INFORMATION:
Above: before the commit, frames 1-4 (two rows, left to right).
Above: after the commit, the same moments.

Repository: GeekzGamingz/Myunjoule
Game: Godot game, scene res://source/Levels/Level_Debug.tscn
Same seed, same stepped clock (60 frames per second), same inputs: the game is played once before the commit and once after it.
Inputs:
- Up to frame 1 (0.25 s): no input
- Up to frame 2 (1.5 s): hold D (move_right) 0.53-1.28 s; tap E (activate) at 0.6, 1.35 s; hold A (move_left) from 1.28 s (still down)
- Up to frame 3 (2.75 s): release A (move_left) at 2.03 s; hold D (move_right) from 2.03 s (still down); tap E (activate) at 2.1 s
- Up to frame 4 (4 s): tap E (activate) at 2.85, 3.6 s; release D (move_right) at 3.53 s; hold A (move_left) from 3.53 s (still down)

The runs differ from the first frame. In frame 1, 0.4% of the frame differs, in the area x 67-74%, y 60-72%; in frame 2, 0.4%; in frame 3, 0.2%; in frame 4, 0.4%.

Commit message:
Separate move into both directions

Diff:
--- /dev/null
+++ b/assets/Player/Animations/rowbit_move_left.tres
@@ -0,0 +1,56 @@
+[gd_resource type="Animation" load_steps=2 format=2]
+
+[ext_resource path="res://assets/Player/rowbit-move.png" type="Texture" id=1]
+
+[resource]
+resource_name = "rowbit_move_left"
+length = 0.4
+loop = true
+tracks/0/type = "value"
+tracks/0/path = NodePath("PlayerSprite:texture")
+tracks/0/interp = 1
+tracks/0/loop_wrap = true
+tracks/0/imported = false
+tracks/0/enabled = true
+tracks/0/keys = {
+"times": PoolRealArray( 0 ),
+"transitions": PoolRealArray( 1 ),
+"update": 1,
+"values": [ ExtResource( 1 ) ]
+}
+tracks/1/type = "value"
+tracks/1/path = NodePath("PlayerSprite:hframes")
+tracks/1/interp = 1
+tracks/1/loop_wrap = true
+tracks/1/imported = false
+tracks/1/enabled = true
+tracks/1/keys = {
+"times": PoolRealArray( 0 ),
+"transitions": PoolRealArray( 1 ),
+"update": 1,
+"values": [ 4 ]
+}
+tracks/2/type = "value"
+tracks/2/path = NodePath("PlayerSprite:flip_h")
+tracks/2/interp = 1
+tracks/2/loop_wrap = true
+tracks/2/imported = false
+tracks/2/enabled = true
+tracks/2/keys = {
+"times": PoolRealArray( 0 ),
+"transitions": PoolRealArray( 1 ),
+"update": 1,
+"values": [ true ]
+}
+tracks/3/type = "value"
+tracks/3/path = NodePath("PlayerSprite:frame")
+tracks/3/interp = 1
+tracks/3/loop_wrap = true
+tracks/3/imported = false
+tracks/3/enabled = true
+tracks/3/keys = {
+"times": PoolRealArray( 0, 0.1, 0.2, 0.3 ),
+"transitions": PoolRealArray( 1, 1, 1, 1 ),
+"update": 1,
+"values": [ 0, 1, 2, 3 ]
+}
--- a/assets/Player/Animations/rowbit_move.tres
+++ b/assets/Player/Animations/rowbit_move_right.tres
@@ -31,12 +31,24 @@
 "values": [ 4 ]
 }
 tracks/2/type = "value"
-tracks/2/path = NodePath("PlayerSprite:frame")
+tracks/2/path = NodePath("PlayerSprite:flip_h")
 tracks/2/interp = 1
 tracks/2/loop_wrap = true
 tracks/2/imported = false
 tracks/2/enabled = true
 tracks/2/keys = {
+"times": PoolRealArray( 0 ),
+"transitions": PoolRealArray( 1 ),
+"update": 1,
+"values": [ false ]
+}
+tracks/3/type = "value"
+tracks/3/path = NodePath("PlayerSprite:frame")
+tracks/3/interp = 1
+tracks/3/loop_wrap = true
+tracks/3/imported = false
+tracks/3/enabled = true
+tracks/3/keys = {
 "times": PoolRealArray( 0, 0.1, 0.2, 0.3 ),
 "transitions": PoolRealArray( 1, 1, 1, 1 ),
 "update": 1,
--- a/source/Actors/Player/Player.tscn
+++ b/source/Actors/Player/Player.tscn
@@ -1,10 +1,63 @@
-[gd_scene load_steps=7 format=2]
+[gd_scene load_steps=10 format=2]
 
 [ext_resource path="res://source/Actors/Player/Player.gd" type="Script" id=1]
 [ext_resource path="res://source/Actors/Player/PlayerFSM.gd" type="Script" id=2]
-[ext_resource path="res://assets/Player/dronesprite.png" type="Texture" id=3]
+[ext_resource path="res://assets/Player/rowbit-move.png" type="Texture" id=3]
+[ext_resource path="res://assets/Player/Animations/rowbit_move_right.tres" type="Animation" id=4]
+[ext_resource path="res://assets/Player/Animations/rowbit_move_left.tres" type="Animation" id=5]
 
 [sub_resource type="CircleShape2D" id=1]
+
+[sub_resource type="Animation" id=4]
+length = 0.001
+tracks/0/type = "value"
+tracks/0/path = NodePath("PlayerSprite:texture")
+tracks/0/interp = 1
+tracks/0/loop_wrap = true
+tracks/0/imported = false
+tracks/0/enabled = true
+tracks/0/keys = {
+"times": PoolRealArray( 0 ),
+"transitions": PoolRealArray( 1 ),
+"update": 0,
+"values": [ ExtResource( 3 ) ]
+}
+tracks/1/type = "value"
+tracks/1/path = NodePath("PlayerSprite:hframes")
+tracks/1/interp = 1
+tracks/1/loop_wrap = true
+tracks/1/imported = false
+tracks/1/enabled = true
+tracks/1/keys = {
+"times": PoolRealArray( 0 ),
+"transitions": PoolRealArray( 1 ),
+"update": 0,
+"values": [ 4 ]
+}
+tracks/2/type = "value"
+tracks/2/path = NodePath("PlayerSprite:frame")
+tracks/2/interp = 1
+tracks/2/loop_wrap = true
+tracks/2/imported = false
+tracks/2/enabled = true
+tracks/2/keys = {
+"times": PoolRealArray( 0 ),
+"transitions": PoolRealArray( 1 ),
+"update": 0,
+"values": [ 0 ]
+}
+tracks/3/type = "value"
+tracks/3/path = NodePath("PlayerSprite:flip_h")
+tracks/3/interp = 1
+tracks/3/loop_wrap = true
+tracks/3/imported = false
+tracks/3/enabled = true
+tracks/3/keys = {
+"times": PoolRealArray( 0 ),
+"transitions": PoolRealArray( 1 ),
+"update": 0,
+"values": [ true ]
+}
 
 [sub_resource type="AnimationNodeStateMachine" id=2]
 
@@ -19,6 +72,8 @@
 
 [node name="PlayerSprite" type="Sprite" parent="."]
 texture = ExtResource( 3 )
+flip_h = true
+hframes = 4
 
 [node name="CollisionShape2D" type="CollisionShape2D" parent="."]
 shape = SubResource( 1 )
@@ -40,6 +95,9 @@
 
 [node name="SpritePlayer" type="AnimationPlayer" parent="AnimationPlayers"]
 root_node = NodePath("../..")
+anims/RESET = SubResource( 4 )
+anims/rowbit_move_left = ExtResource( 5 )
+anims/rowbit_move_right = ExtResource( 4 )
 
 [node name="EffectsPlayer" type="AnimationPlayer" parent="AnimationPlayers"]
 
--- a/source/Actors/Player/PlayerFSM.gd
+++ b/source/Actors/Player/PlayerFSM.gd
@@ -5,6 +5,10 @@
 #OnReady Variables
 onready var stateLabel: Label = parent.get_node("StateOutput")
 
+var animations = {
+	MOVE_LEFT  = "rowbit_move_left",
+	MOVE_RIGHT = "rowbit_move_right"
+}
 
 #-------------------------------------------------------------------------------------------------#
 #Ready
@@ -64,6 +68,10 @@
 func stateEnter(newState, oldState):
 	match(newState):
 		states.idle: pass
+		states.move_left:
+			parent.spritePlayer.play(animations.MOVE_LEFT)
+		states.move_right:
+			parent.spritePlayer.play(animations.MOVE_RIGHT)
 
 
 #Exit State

BRIEF:
Please print exactly what appears from the first line of the data through the line with "- Up to frame 3", including both of those lines and nothing past them.

FINAL ANSWER:
Above: before the commit, frames 1-4 (two rows, left to right).
Above: after the commit, the same moments.

Repository: GeekzGamingz/Myunjoule
Game: Godot game, scene res://source/Levels/Level_Debug.tscn
Same seed, same stepped clock (60 frames per second), same inputs: the game is played once before the commit and once after it.
Inputs:
- Up to frame 1 (0.25 s): no input
- Up to frame 2 (1.5 s): hold D (move_right) 0.53-1.28 s; tap E (activate) at 0.6, 1.35 s; hold A (move_left) from 1.28 s (still down)
- Up to frame 3 (2.75 s): release A (move_left) at 2.03 s; hold D (move_right) from 2.03 s (still down); tap E (activate) at 2.1 s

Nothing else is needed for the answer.